WORK TO COMPLETE -> Lines in the entries below where the word "Module" shows up should each be copied.

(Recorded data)
|---|

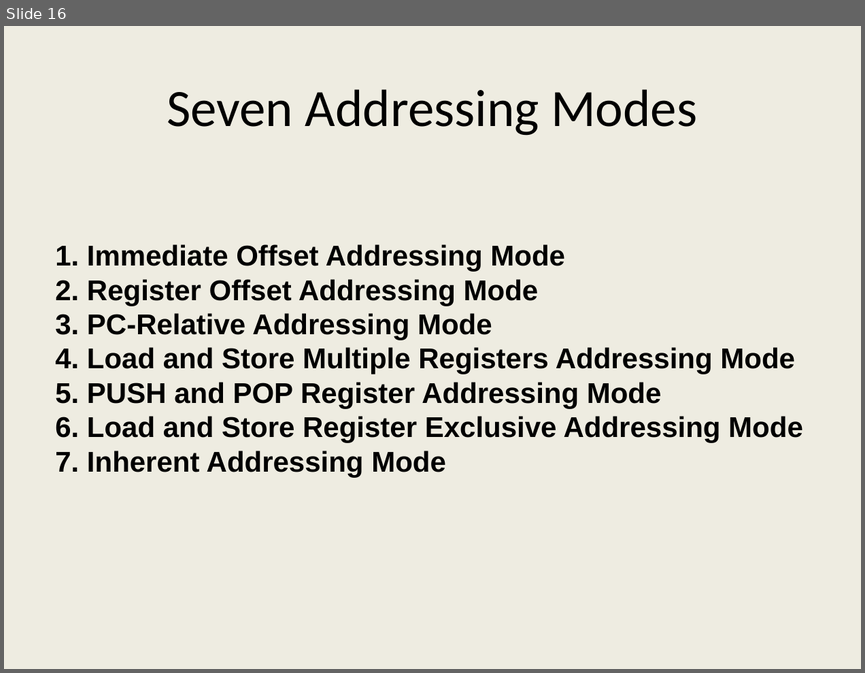
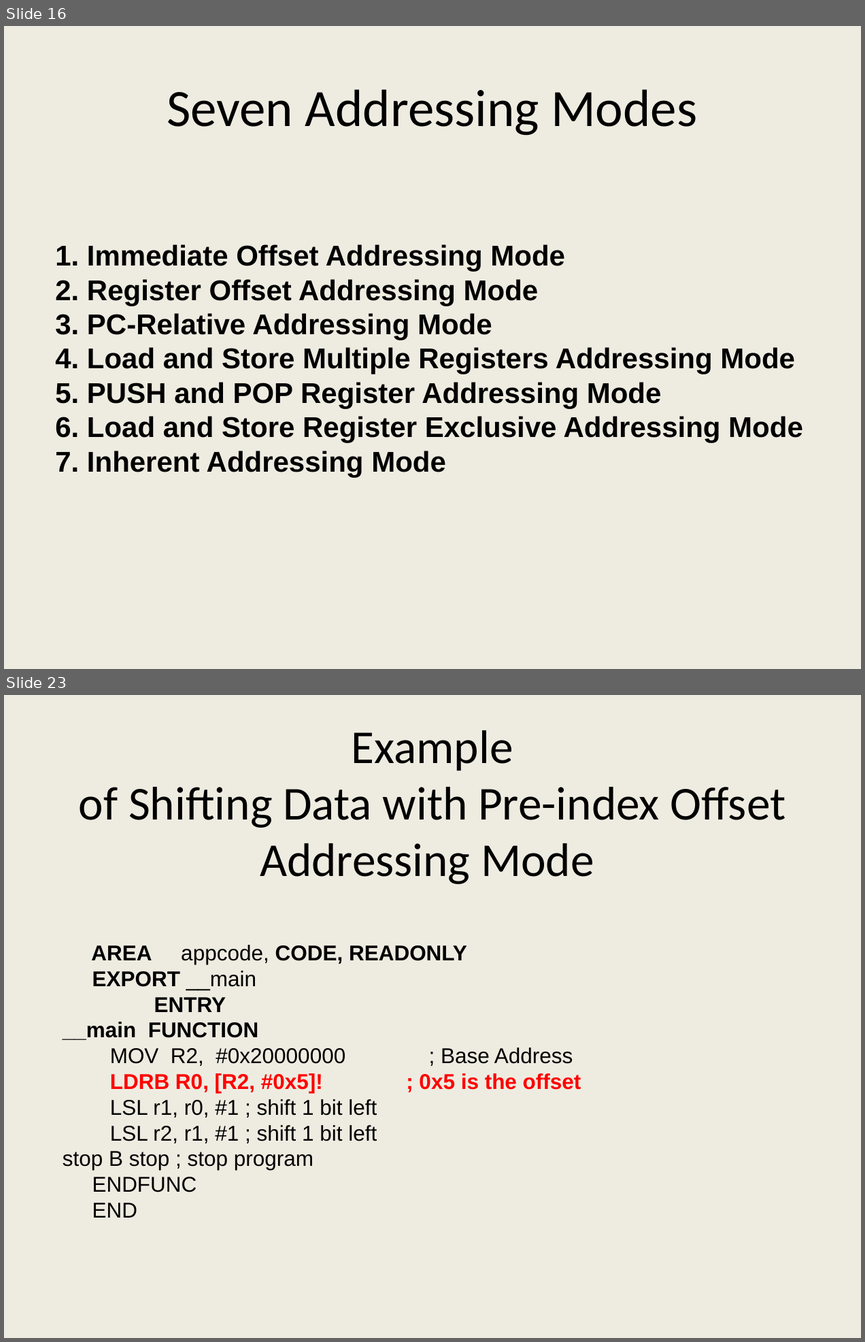
Before and after one commit to girishsukukumar/ARM-Architecture, a slide deck: Module-5.pptx. Shown one above the other, each under a label of ours: slide 16 before the commit, slides 16 and 23 after it; the slides between them are not shown. The pictures are 865x673 and 865x1342 pixels, drawn with LibreOffice and Linux fonts; fonts in the diff are those of the drawing. Boxes give left, top, right and bottom in pixels: in the first picture for what was removed or moved away, otherwise in the second. Text is boxed around its words. In the diff, an @@ line names an element or a change of style, - is before the commit and + after.

```diff
--- a/Module-5.pptx
+++ b/Module-5.pptx
@@ slide 23 added at [4,695,861,1338], background #EEECE1 @@
@@ title added at [79,730,786,884], 39.6 pt, text #000000 @@
+Example
+of Shifting Data with Pre-index Offset Addressing Mode
@@ text added at [62,945,581,1217], 18 pt, text #000000 @@
+AREA appcode, CODE, READONLY
+EXPORT __main
+ENTRY
+__main FUNCTION
+MOV R2, #0x20000000 ; Base Address
+LDRB R0, [R2, #0x5]! ; 0x5 is the offset
+LSL r1, r0, #1 ; shift 1 bit left
+LSL r2, r1, #1 ; shift 1 bit left
+stop B stop ; stop program
+ENDFUNC
+END
```
Also in this commit, not shown: 6 slides changed, 23 other slides added, 1 slide removed.

|---|

WRITTEN ANSWER ->
Before and after one commit to girishsukukumar/ARM-Architecture, a slide deck: Module-5.pptx. Shown one above the other, each under a label of ours: slide 16 before the commit, slides 16 and 23 after it; the slides between them are not shown. The pictures are 865x673 and 865x1342 pixels, drawn with LibreOffice and Linux fonts; fonts in the diff are those of the drawing. Boxes give left, top, right and bottom in pixels: in the first picture for what was removed or moved away, otherwise in the second. Text is boxed around its words. In the diff, an @@ line names an element or a change of style, - is before the commit and + after.
--- a/Module-5.pptx
+++ b/Module-5.pptx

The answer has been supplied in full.